By Grace-Marie Turner
Our health care sector must change to meet the challenges of a 21st century economy.
Consumers, not just in the United States but in all developed countries, are demanding a much greater role in decisions involving their health care. People can find on the Internet a wealth of information about diseases, diagnoses, and treatment options; but all too often, they must fight bureaucracies and paperwork to influence the care they receive.
Moreover, our system of tying health insurance to the workplace is too antiquated for a 21st century workforce that is increasingly independent and mobile. The Labor Department reports that four in ten Americans changed jobs every year. The combination of job mobility and job-based health insurance makes it extremely difficult for people to maintain continuous insurance coverage. People leave their jobs and they lose their health insurance.

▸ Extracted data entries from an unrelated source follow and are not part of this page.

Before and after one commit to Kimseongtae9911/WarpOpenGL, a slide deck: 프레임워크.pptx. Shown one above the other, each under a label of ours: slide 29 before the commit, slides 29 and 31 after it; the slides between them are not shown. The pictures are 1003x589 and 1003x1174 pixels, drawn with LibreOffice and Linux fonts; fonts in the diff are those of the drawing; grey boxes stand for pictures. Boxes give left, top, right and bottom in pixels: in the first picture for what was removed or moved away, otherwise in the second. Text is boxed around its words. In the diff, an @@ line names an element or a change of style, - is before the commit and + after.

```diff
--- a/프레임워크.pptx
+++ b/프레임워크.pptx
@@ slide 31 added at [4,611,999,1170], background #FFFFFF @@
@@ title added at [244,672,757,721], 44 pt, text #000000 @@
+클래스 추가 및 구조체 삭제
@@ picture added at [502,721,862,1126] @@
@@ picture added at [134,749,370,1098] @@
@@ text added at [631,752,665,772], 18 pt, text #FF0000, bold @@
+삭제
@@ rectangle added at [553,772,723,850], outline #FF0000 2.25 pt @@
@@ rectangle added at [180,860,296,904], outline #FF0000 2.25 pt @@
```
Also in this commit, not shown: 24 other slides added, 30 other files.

And with the cost of health insurance and health care rising every year, many fear they would not be able to afford coverage on their own. Even some in the middle class worry that they are one premium payment away from joining the ranks of the uninsured.

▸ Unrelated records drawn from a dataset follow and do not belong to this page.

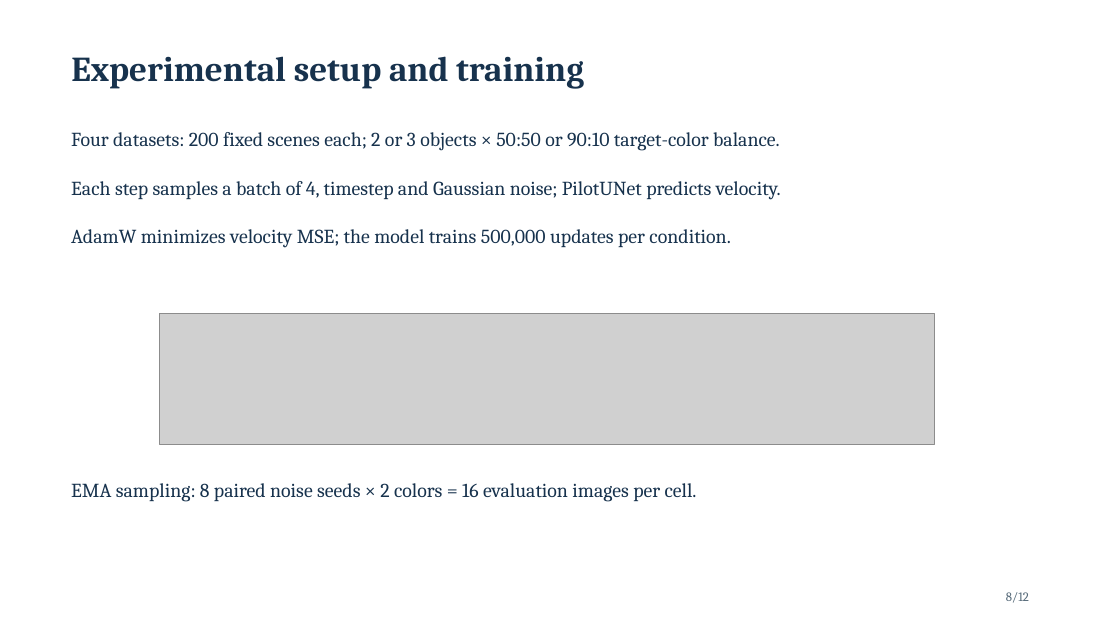
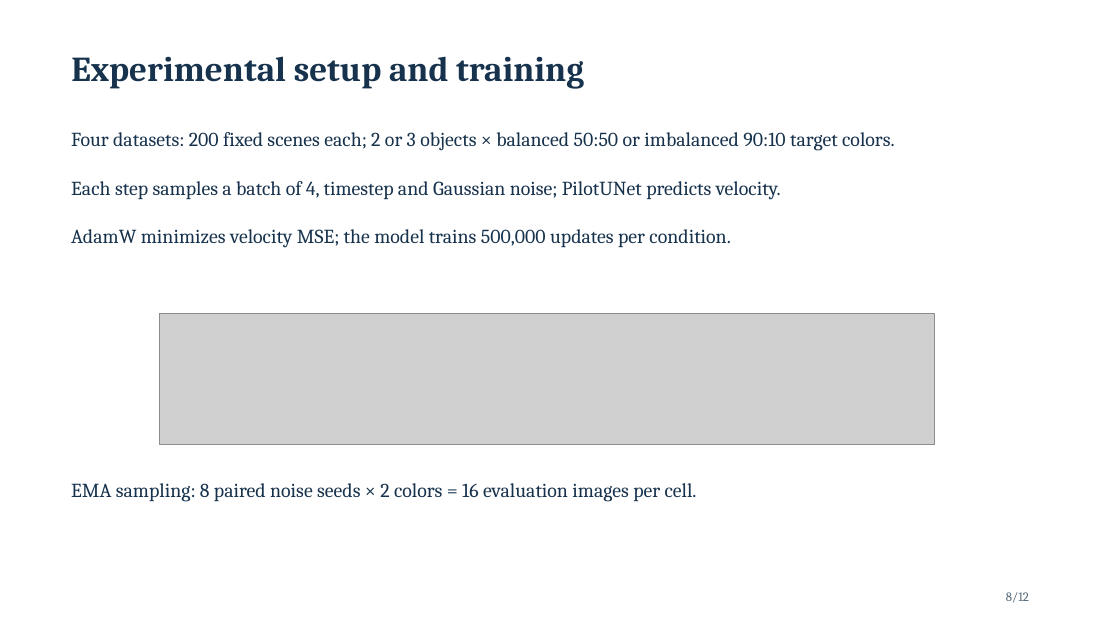
Before and after one commit to Space-Dev0/muadib, a slide deck: slide 8 of presentation/powerpoint/submission-final.pptx. Drawn at 1120x630 pixels with LibreOffice and Linux fonts; fonts in the diff are those of the drawing; grey boxes stand for pictures. Boxes give left, top, right and bottom in pixels: in the first picture for what was removed or moved away, otherwise in the second. Text is boxed around its words. In the diff, an @@ line names an element or a change of style, - is before the commit and + after.

```diff
--- a/presentation/powerpoint/submission-final.pptx
+++ b/presentation/powerpoint/submission-final.pptx
@@ text at (71,132,895,151): text changed @@
-Four datasets: 200 fixed scenes each; 2 or 3 objects × 50:50 or 90:10 target-color balance.
+Four datasets: 200 fixed scenes each; 2 or 3 objects × balanced 50:50 or imbalanced 90:10 target colors.
```
Also in this commit, not shown: 11 other slides changed, 1 other file.

Clearly, a more modern system is needed to allow people to have health insurance that is portable … insurance that they can own, control, and tailor to their own needs … insurance that they—not politicians or corporate human resource directors—decide is right for them and their families. Women, especially, believe that they could make better health coverage choices for their families if only they were given the chance.

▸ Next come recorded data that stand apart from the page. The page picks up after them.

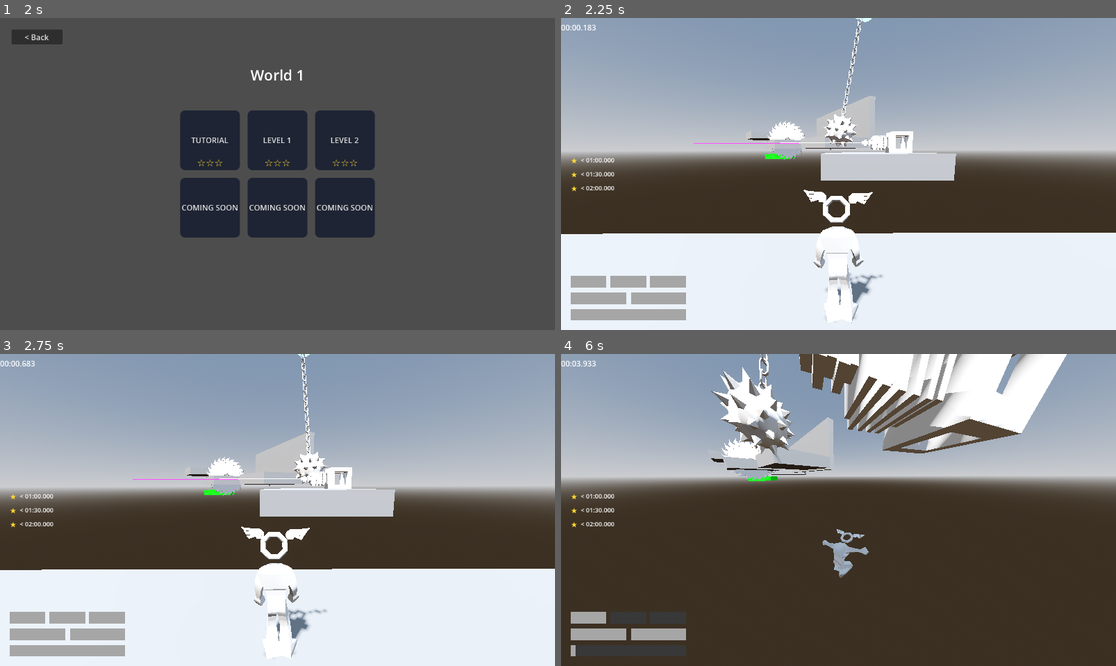
Above: before the commit, frames 1-4 (two rows, left to right).
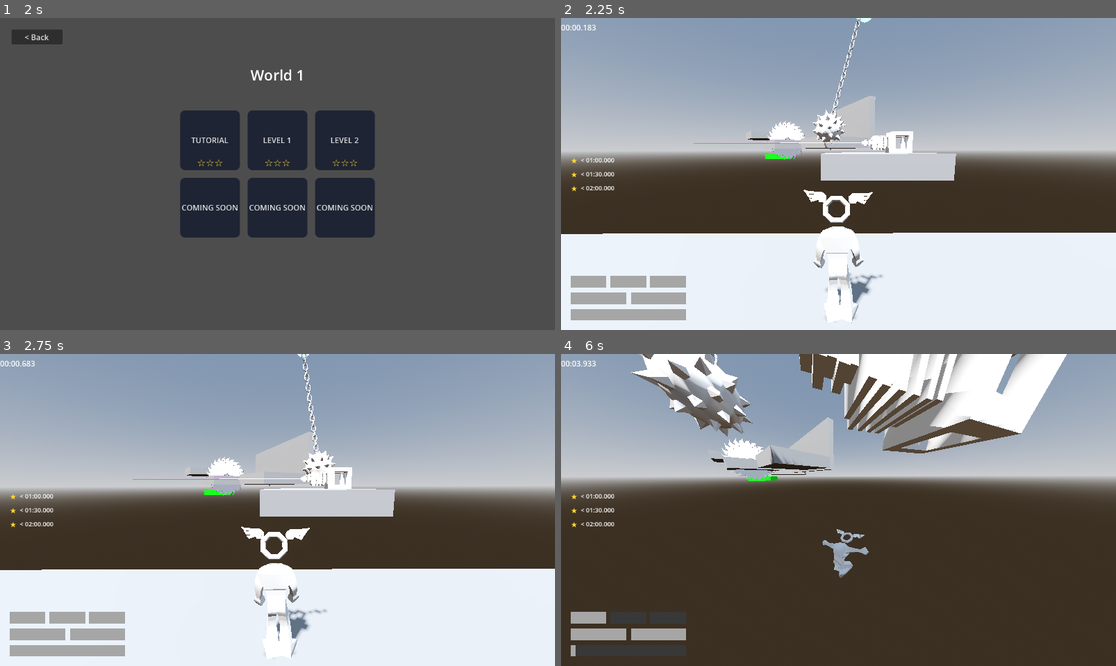
Above: after the commit, the same moments.

Repository: jpvds1/DDJD
Game: Godot game, scene res://scenes/game_controller.tscn
The game is run twice, just before and just after one commit, with the same random seed, the same clock (stepped at 60 frames per second) and the same inputs. Sound files missing from this copy of the repository are replaced by a short silence.
Inputs (mouse positions are in pixels of both pictures, inside the frame that each line leads up to):
- Up to frame 1 (2 s): click "Continue as Guest" at 0.5 s; click "Play" at 1.25 s
- Up to frame 2 (2.25 s): click "LEVEL 1" at 2 s
- Up to frame 3 (2.75 s): no input
- Up to frame 4 (6 s): tap Enter at 2.75 s; move the mouse to (866, 510) at 2.77 s; hold W (move_forwards) from 2.78 s (still down); tap Q (dash) at 2.85, 4.35, 5.85 s; tap Space (jump) at 3.02, 3.77, 5.27 s; move the mouse to (810, 510) at 3.52 s; tap Shift (sprint) at 3.6, 5.1 s; move the mouse to (849, 503) at 4.27 s; move the mouse to (832, 516) at 5.02 s; move the mouse to (877, 513) at 5.77 s

Frame 1 is identical in both runs. In frame 2, 0.7% of the frame differs, in the area x 45-56%, y 0-42%; in frame 3, 0.6%; in frame 4, 4.6%, in the area x 12-43%, y 0-36%.

Commit message:
feat(wrecking ball): add sound effect

Diff:
--- a/platformer-game/scenes/building_materials/wrecking_ball.tscn
+++ b/platformer-game/scenes/building_materials/wrecking_ball.tscn
@@ -4,6 +4,7 @@
 [ext_resource type="Script" uid="uid://bthf3m0ev315d" path="res://scripts/systems/cloud_behavior.gd" id="2_cktgr"]
 [ext_resource type="PackedScene" uid="uid://dcgfprowomfpv" path="res://scenes/building_materials/killzone.tscn" id="3_rti8c"]
 [ext_resource type="PackedScene" uid="uid://ckgxrus5di7i0" path="res://assets/models/traps/wrecking_ball.glb" id="3_t610y"]
+[ext_resource type="AudioStream" uid="uid://3kbbppiywal" path="res://assets/sounds/wrecking_ball.wav" id="5_077tb"]
 
 [sub_resource type="StandardMaterial3D" id="StandardMaterial3D_bahl2"]
 albedo_color = Color(0.49019608, 0.9764706, 1, 0.39215687)
@@ -58,7 +59,7 @@
 mesh = SubResource("SphereMesh_ndtll")
 
 [node name="Ball" type="Node3D" parent="." unique_id=1186199172]
-transform = Transform3D(0.99508965, -0.09897773, 0, 0.09897773, 0.99508965, 0, 0, 0, 1, 0, 0, 0)
+transform = Transform3D(0.9848077, -0.17364818, 0, 0.17364818, 0.9848077, 0, 0, 0, 1, 0, 0, 0)
 
 [node name="Killzone" parent="Ball" unique_id=767733067 instance=ExtResource("3_rti8c")]
 
@@ -67,6 +68,9 @@
 shape = SubResource("SphereShape3D_4l0fd")
 
 [node name="Visuals" parent="Ball" unique_id=157412353 instance=ExtResource("3_t610y")]
-transform = Transform3D(-0.82263297, 0, -0.565243, 0, 1, 0, 0.565243, 0, -0.82263297, 0, -8.465402, 0)
+transform = Transform3D(0.26773557, 0, -0.9599175, 0, 1, 0, 0.9599175, 0, 0.26773557, 0, -8.465402, 0)
+
+[node name="AudioStreamPlayer3D" type="AudioStreamPlayer3D" parent="." unique_id=1900752351]
+stream = ExtResource("5_077tb")
 
 [editable path="Ball/Killzone"]
--- a/platformer-game/scenes/levels/level_1.tscn
+++ b/platformer-game/scenes/levels/level_1.tscn
@@ -108,9 +108,11 @@
 [node name="Laser" parent="." unique_id=429633351 instance=ExtResource("10_excbq")]
 transform = Transform3D(-0.029195257, 0, 0.9995737, 0, 1, 0, -0.9995737, 0, -0.029195257, -3.5298958, 2.5495214, 7.2293344)
 idle_duration = 1.0
+delay = 0.0
 
 [node name="WreckingBall" parent="." unique_id=1409807783 instance=ExtResource("11_iav0o")]
-transform = Transform3D(1, 0, 0, 0, 1, 0, 0, 0, 1, -1.6808548, 12.435937, 11.650975)
+transform = Transform3D(0.98480767, -0.17364816, 0, 0.17364816, 0.98480767, 0, 0, 0, 1, -1.6808548, 12.435937, 11.650975)
+swing_duration = 1.0
 
 [node name="Saw" parent="." unique_id=960494110 instance=ExtResource("11_dnkej")]
 transform = Transform3D(-1.7488501, 0, -0.9703213, 0, 2, 0, 0.9703213, 0, -1.7488501, 6.5180163, 3.9616628, 21.94822)
--- a/platformer-game/scripts/traps/wrecking_ball.gd
+++ b/platformer-game/scripts/traps/wrecking_ball.gd
@@ -1,8 +1,10 @@
 @tool
 extends Node3D
 
+
 @onready var wrecking_ball: Node3D = $Ball
 @onready var visuals: Node3D = $Ball/Visuals
+@onready var audio_stream_player: AudioStreamPlayer3D = $AudioStreamPlayer3D
 
 var _elapsed_time := 0.0 # seconds
 var _spin_speed: float:
@@ -10,7 +12,11 @@
 		return 0.7 * (TAU / swing_duration) # radians per second
 
 ## Whether the wrecking is swinging.
-@export var active := true
+@export var active := true:
+	set(value):
+		active = value
+		if is_node_ready():
+			_start_swinging()
 ## The amplitude in degrees of the swinging motion.
 @export_range(0, 90, 0.1) var max_angle := 30.0:
 	set(value):
@@ -23,9 +29,21 @@
 @export var swing_duration := 1.0
 
 
+func _start_swinging() -> void:
+	audio_stream_player.stop()
+	_elapsed_time = (max_angle - rotation_degrees.z) / (2 * max_angle) * swing_duration
+
+	# configure the audio player
+	if active and not Engine.is_editor_hint():
+		var audio_duration := audio_stream_player.stream.get_length()
+		audio_stream_player.pitch_scale = audio_duration / swing_duration
+		audio_stream_player.play(_elapsed_time * audio_duration)
+
+
 # Called when the node enters the scene tree for the first time.
 func _ready() -> void:
-	_elapsed_time = (max_angle - initial_angle) / (2 * max_angle) * swing_duration
+	rotation_degrees.z = initial_angle
+	_start_swinging()
 
 
 # Called every frame. 'delta' is the elapsed time since the previous frame.
Not shown, added: platformer-game/assets/sounds/wrecking_ball.wav.import
Not shown, added: platformer-game/assets/sounds/wrecking_ball.wav

The move toward more individual control over health care decisions and health care spending is part of the global movement toward health care consumerism. Giving consumers more power and control over their health care and insurance creates new incentives for people to be more proactive in managing their health. Many companies realize this and are instituting new programs that give employees incentives to better manage their health spending. And they are creating new programs for those with chronic illnesses, like diabetes and asthma, to be partners in managing their care. A number of studies have shown that if people are given the tools, the information, and the incentive to manage their care, outcomes can be dramatically improved.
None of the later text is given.